A curious follower on twitter took to BLAST (Credit to Mabel_Syrup_) after seeing the Spidroin work. This wasn’t their background but they were a quick learner. They noticed when you took the Spirdroin ORF we published and BLASTed it using DELTA-BLAST against the patent database you can find some hits to a SARs1-Tor patent. US patent 7267942 filed in March of 2004.
It takes some time to dig through the patent office and find the 2470 amino acid sequences they stuffed into the patent so I have pulled them down and linked them here (credit to Mabel_Syrup_ for sleuthing these).
What on earth are they doing with 2470 genes in a corona virus? This doesn’t make any sense.
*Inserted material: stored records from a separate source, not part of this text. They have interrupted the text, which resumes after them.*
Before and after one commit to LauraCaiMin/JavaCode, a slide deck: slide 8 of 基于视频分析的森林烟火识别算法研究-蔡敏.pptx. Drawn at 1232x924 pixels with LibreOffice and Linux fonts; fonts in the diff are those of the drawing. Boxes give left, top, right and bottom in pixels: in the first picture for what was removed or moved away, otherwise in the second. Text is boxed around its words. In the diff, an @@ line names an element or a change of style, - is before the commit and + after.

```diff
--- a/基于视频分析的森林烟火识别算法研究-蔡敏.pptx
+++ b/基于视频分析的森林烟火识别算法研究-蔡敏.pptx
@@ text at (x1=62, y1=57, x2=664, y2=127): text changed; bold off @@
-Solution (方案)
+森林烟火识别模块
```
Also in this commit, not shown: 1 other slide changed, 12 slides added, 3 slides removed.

So I download the genome (NC_004718) into SnapGene to have a look.
It appears this is the first sequence of SARs1 and the patent attorneys in their rush to file IP, didn’t know where the genes were so they did what any sloppy and greedy patent attorney would do.
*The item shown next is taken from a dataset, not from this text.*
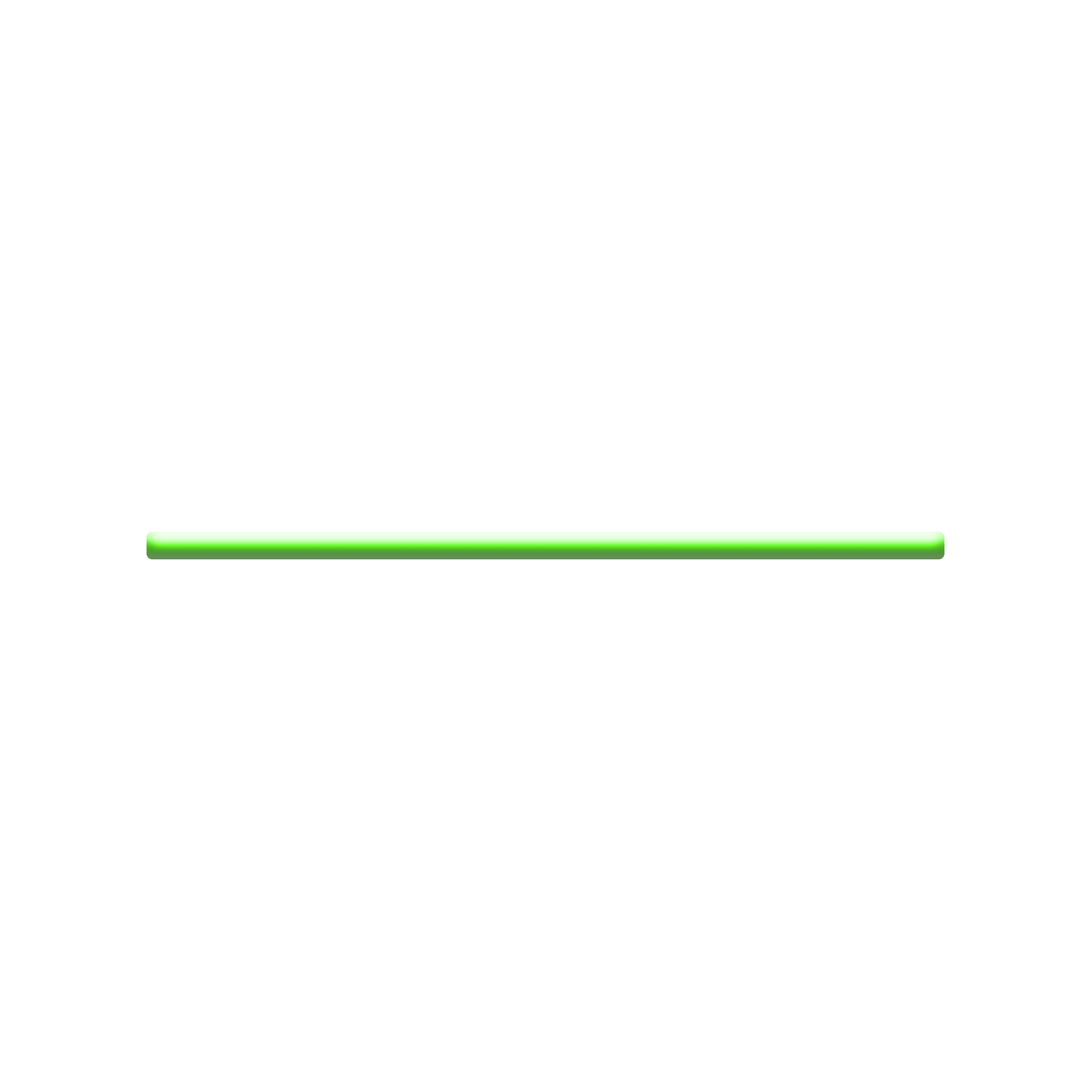
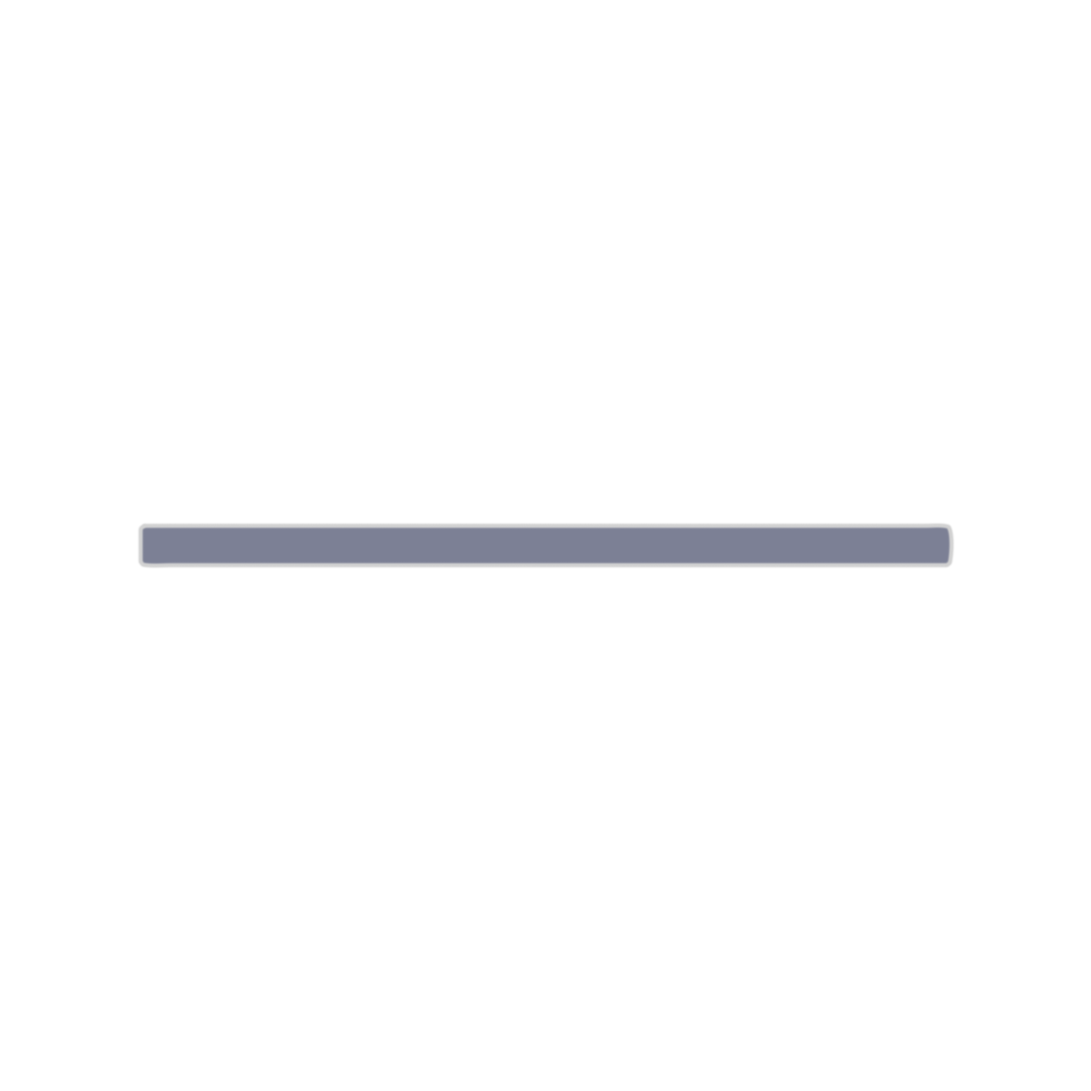
Two versions of the same layered image (1091 x 1091). Layer-by-layer changes:
hid "BOOST_BAR" over 146, 531, 945, 560
showed group "BOOST_BORDER" (2 layers) over 137, 522, 956, 570

They 6 way translated the 29Kb sequence and filed on every ORF they could find with in-silica prediction tools.
It was so sloppy they even filed on 4 amino acid ORFs!
It was so sloppy (or greedy) they even filed on ORFs on the reverse strand that would never exist in a single stranded RNA virus. They would exist in a dsDNA plasmid attempting to encode that virus but thats a different story.
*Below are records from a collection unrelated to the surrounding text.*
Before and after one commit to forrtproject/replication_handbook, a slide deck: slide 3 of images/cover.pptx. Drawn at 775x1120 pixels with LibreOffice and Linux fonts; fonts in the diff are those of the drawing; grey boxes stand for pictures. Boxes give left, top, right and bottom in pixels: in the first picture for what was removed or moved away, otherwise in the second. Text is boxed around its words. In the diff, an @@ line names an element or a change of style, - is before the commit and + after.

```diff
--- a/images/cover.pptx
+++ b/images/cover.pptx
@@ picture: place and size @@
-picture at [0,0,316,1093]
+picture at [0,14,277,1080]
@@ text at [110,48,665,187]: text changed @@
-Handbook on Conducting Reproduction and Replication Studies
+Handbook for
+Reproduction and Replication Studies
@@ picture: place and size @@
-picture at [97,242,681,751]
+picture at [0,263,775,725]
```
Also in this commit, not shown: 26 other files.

Not all of these sequences are claimed in the claims of the patent. They exist in the specifications of the patent so if the inventors ever find use for them, they can go back and file continuation in parts or divisional applications and have the benefit of the earliest priority date.
The Pfizer vaccine should have some similarity to SARs spike as it is a codon optimized SARs2 spike.
So we should expect SARs1 peptides to match Pfizer Spike and its reverse complement ORF to some degree.
The sequences in this patent that have some homology to Spidroin are sequences 1659-1701.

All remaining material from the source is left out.